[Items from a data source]
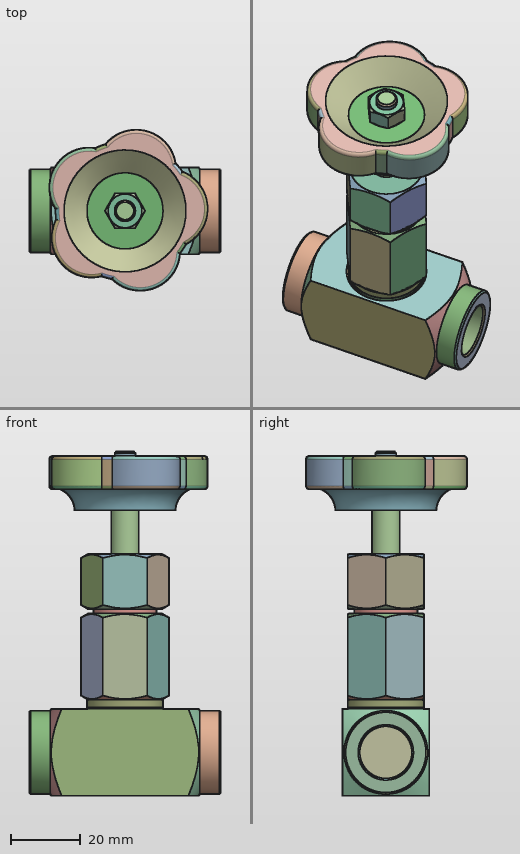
import cadquery as cq
import math

block_length = 42.9
block_side = 25.0
port_span = 55.0
port_diameter = 24.0
port_chamfer = 0.5
bore_diameter = 14.9
bore_depth = 15.0
bore_chamfer = 0.5
cone_angle = 30

hex_flats = 21.9
hex_end_diameter = 21.0
neck_diameter = 21.9
neck_step_height = 25.5
socket_neck_diameter = 21.8
socket_rim_diameter = 23.0
countersink_angle = 45
socket_depth = (socket_rim_diameter - socket_neck_diameter) / 2 / math.tan(math.radians(countersink_angle))
lower_hex_bottom = 27.6
lower_hex_top = 52.4
collar_diameter = 18.2
upper_hex_bottom = 53.55
upper_hex_top = 69.5

stem_diameter = 8.0
stud_diameter = 6.0
stud_chamfer = 0.5
total_height = 98.8
nut_flats = 10.0
nut_end_diameter = 9.7
nut_top = 97.0

wheel_bottom = 81.9
rim_bottom = 87.9
rim_top = 97.5
disc_radius = 20.0
lobe_count = 5
lobe_radius = 11.5
lobe_start_angle = 2.8
wheel_width = 46.2
lobe_centre_width = 2 * math.sin(2 * math.pi / lobe_count) * math.cos(math.radians(lobe_start_angle))
lobe_offset = (wheel_width - 2 * lobe_radius) / lobe_centre_width
rim_fillet = 1.0
hub_radius = 14.5
flare_mid = (15.5, 85.3)
flare_radius = 18.6
bowl_top_radius = 17.5
bowl_floor_diameter = 21.8
bowl_floor = 91.7


def cylinder(diameter, bottom, top):
    """Upright cylinder on the Z axis."""
    return cq.Workplane("XY").workplane(offset=bottom).circle(diameter / 2).extrude(top - bottom)


def cone_ended(length, end_radius, corner_radius):
    """Round envelope along Z, centred on the origin, whose ends are chamfered as cones."""
    drop = (corner_radius - end_radius) * math.tan(math.radians(cone_angle))
    half = length / 2
    return (
        cq.Workplane("XZ")
        .moveTo(0, -half)
        .lineTo(end_radius, -half)
        .lineTo(corner_radius, -half + drop)
        .lineTo(corner_radius, half - drop)
        .lineTo(end_radius, half)
        .lineTo(0, half)
        .close()
        .revolve(360, (0, 0, 0), (0, 1, 0))
    )


def hexagon(flats, end_diameter, bottom, top):
    """Upright hexagon with corners on the X axis and both ends chamfered."""
    corners = flats / math.cos(math.pi / 6)
    height = top - bottom
    prism = cq.Workplane("XY").polygon(6, corners).extrude(height / 2, both=True)
    envelope = cone_ended(height, end_diameter / 2, corners / 2)
    return prism.intersect(envelope).translate((0, 0, (bottom + top) / 2))


def valve_body():
    """Block with chamfered ends, two ports with blind bores, and a countersink for the neck."""
    corner_radius = block_side / math.sqrt(2)
    block = cq.Workplane("XY").box(block_side, block_side, block_length)
    block = block.intersect(cone_ended(block_length, port_diameter / 2, corner_radius))
    ports = cq.Workplane("XY").circle(port_diameter / 2).extrude(port_span / 2, both=True)
    body = block.union(ports.faces("<Z or >Z").chamfer(port_chamfer))
    for end in ("<Z", ">Z"):
        body = body.faces(end).workplane(centerOption="CenterOfMass").hole(bore_diameter, bore_depth)
        body = body.faces(end).edges(cq.selectors.RadiusNthSelector(0)).chamfer(bore_chamfer)
    body = body.rotate((0, 0, 0), (0, 1, 0), 90).translate((0, 0, block_side / 2))
    countersink = (
        cq.Workplane("XY")
        .workplane(offset=block_side)
        .circle(socket_rim_diameter / 2)
        .extrude(-socket_depth, taper=countersink_angle)
    )
    return body.cut(countersink)


def bonnet():
    """Necks and the two hexagons above the block."""
    neck = cylinder(neck_diameter, neck_step_height, lower_hex_bottom)
    socket_neck = cylinder(socket_neck_diameter, block_side - socket_depth, neck_step_height)
    lower_hex = hexagon(hex_flats, hex_end_diameter, lower_hex_bottom, lower_hex_top)
    collar = cylinder(collar_diameter, lower_hex_top, upper_hex_bottom)
    upper_hex = hexagon(hex_flats, hex_end_diameter, upper_hex_bottom, upper_hex_top)
    return neck.union(socket_neck).union(lower_hex).union(collar).union(upper_hex)


def rounded_disc(radius):
    """Disc on the Z axis, as thick as the rim, with both edges rounded."""
    return cylinder(2 * radius, rim_bottom, rim_top).faces("<Z or >Z").fillet(rim_fillet)


def handwheel():
    """Lobed rim with rounded edges, flared hub and conical bowl."""
    rim = rounded_disc(disc_radius)
    lobe = rounded_disc(lobe_radius).translate((lobe_offset, 0, 0))
    for index in range(lobe_count):
        angle = lobe_start_angle + index * 360 / lobe_count
        rim = rim.union(lobe.rotate((0, 0, 0), (0, 0, 1), angle))
    hub = (
        cq.Workplane("XZ")
        .moveTo(0, wheel_bottom)
        .lineTo(hub_radius, wheel_bottom)
        .threePointArc(flare_mid, (flare_radius, rim_bottom))
        .lineTo(0, rim_bottom)
        .close()
        .revolve(360, (0, 0, 0), (0, 1, 0))
    )
    bowl = (
        cq.Workplane("XZ")
        .moveTo(0, bowl_floor)
        .lineTo(bowl_floor_diameter / 2, bowl_floor)
        .lineTo(bowl_top_radius, rim_top)
        .lineTo(0, rim_top)
        .close()
        .revolve(360, (0, 0, 0), (0, 1, 0))
    )
    return rim.union(hub).cut(bowl)


stem = cylinder(stem_diameter, upper_hex_top, wheel_bottom)
stud = cylinder(stud_diameter, bowl_floor, total_height).faces(">Z").chamfer(stud_chamfer)
nut = hexagon(nut_flats, nut_end_diameter, bowl_floor, nut_top)

result = valve_body().union(bonnet()).union(stem).union(handwheel()).union(nut).union(stud)

Directions for this task: Keeping the pictures out, print the entries above exactly as written.

Answer below:
import cadquery as cq
import math

block_length = 42.9
block_side = 25.0
port_span = 55.0
port_diameter = 24.0
port_chamfer = 0.5
bore_diameter = 14.9
bore_depth = 15.0
bore_chamfer = 0.5
cone_angle = 30

hex_flats = 21.9
hex_end_diameter = 21.0
neck_diameter = 21.9
neck_step_height = 25.5
socket_neck_diameter = 21.8
socket_rim_diameter = 23.0
countersink_angle = 45
socket_depth = (socket_rim_diameter - socket_neck_diameter) / 2 / math.tan(math.radians(countersink_angle))
lower_hex_bottom = 27.6
lower_hex_top = 52.4
collar_diameter = 18.2
upper_hex_bottom = 53.55
upper_hex_top = 69.5

stem_diameter = 8.0
stud_diameter = 6.0
stud_chamfer = 0.5
total_height = 98.8
nut_flats = 10.0
nut_end_diameter = 9.7
nut_top = 97.0

wheel_bottom = 81.9
rim_bottom = 87.9
rim_top = 97.5
disc_radius = 20.0
lobe_count = 5
lobe_radius = 11.5
lobe_start_angle = 2.8
wheel_width = 46.2
lobe_centre_width = 2 * math.sin(2 * math.pi / lobe_count) * math.cos(math.radians(lobe_start_angle))
lobe_offset = (wheel_width - 2 * lobe_radius) / lobe_centre_width
rim_fillet = 1.0
hub_radius = 14.5
flare_mid = (15.5, 85.3)
flare_radius = 18.6
bowl_top_radius = 17.5
bowl_floor_diameter = 21.8
bowl_floor = 91.7


def cylinder(diameter, bottom, top):
    """Upright cylinder on the Z axis."""
    return cq.Workplane("XY").workplane(offset=bottom).circle(diameter / 2).extrude(top - bottom)


def cone_ended(length, end_radius, corner_radius):
    """Round envelope along Z, centred on the origin, whose ends are chamfered as cones."""
    drop = (corner_radius - end_radius) * math.tan(math.radians(cone_angle))
    half = length / 2
    return (
        cq.Workplane("XZ")
        .moveTo(0, -half)
        .lineTo(end_radius, -half)
        .lineTo(corner_radius, -half + drop)
        .lineTo(corner_radius, half - drop)
        .lineTo(end_radius, half)
        .lineTo(0, half)
        .close()
        .revolve(360, (0, 0, 0), (0, 1, 0))
    )


def hexagon(flats, end_diameter, bottom, top):
    """Upright hexagon with corners on the X axis and both ends chamfered."""
    corners = flats / math.cos(math.pi / 6)
    height = top - bottom
    prism = cq.Workplane("XY").polygon(6, corners).extrude(height / 2, both=True)
    envelope = cone_ended(height, end_diameter / 2, corners / 2)
    return prism.intersect(envelope).translate((0, 0, (bottom + top) / 2))


def valve_body():
    """Block with chamfered ends, two ports with blind bores, and a countersink for the neck."""
    corner_radius = block_side / math.sqrt(2)
    block = cq.Workplane("XY").box(block_side, block_side, block_length)
    block = block.intersect(cone_ended(block_length, port_diameter / 2, corner_radius))
    ports = cq.Workplane("XY").circle(port_diameter / 2).extrude(port_span / 2, both=True)
    body = block.union(ports.faces("<Z or >Z").chamfer(port_chamfer))
    for end in ("<Z", ">Z"):
        body = body.faces(end).workplane(centerOption="CenterOfMass").hole(bore_diameter, bore_depth)
        body = body.faces(end).edges(cq.selectors.RadiusNthSelector(0)).chamfer(bore_chamfer)
    body = body.rotate((0, 0, 0), (0, 1, 0), 90).translate((0, 0, block_side / 2))
    countersink = (
        cq.Workplane("XY")
        .workplane(offset=block_side)
        .circle(socket_rim_diameter / 2)
        .extrude(-socket_depth, taper=countersink_angle)
    )
    return body.cut(countersink)


def bonnet():
    """Necks and the two hexagons above the block."""
    neck = cylinder(neck_diameter, neck_step_height, lower_hex_bottom)
    socket_neck = cylinder(socket_neck_diameter, block_side - socket_depth, neck_step_height)
    lower_hex = hexagon(hex_flats, hex_end_diameter, lower_hex_bottom, lower_hex_top)
    collar = cylinder(collar_diameter, lower_hex_top, upper_hex_bottom)
    upper_hex = hexagon(hex_flats, hex_end_diameter, upper_hex_bottom, upper_hex_top)
    return neck.union(socket_neck).union(lower_hex).union(collar).union(upper_hex)


def rounded_disc(radius):
    """Disc on the Z axis, as thick as the rim, with both edges rounded."""
    return cylinder(2 * radius, rim_bottom, rim_top).faces("<Z or >Z").fillet(rim_fillet)


def handwheel():
    """Lobed rim with rounded edges, flared hub and conical bowl."""
    rim = rounded_disc(disc_radius)
    lobe = rounded_disc(lobe_radius).translate((lobe_offset, 0, 0))
    for index in range(lobe_count):
        angle = lobe_start_angle + index * 360 / lobe_count
        rim = rim.union(lobe.rotate((0, 0, 0), (0, 0, 1), angle))
    hub = (
        cq.Workplane("XZ")
        .moveTo(0, wheel_bottom)
        .lineTo(hub_radius, wheel_bottom)
        .threePointArc(flare_mid, (flare_radius, rim_bottom))
        .lineTo(0, rim_bottom)
        .close()
        .revolve(360, (0, 0, 0), (0, 1, 0))
    )
    bowl = (
        cq.Workplane("XZ")
        .moveTo(0, bowl_floor)
        .lineTo(bowl_floor_diameter / 2, bowl_floor)
        .lineTo(bowl_top_radius, rim_top)
        .lineTo(0, rim_top)
        .close()
        .revolve(360, (0, 0, 0), (0, 1, 0))
    )
    return rim.union(hub).cut(bowl)


stem = cylinder(stem_diameter, upper_hex_top, wheel_bottom)
stud = cylinder(stud_diameter, bowl_floor, total_height).faces(">Z").chamfer(stud_chamfer)
nut = hexagon(nut_flats, nut_end_diameter, bowl_floor, nut_top)

result = valve_body().union(bonnet()).union(stem).union(handwheel()).union(nut).union(stud)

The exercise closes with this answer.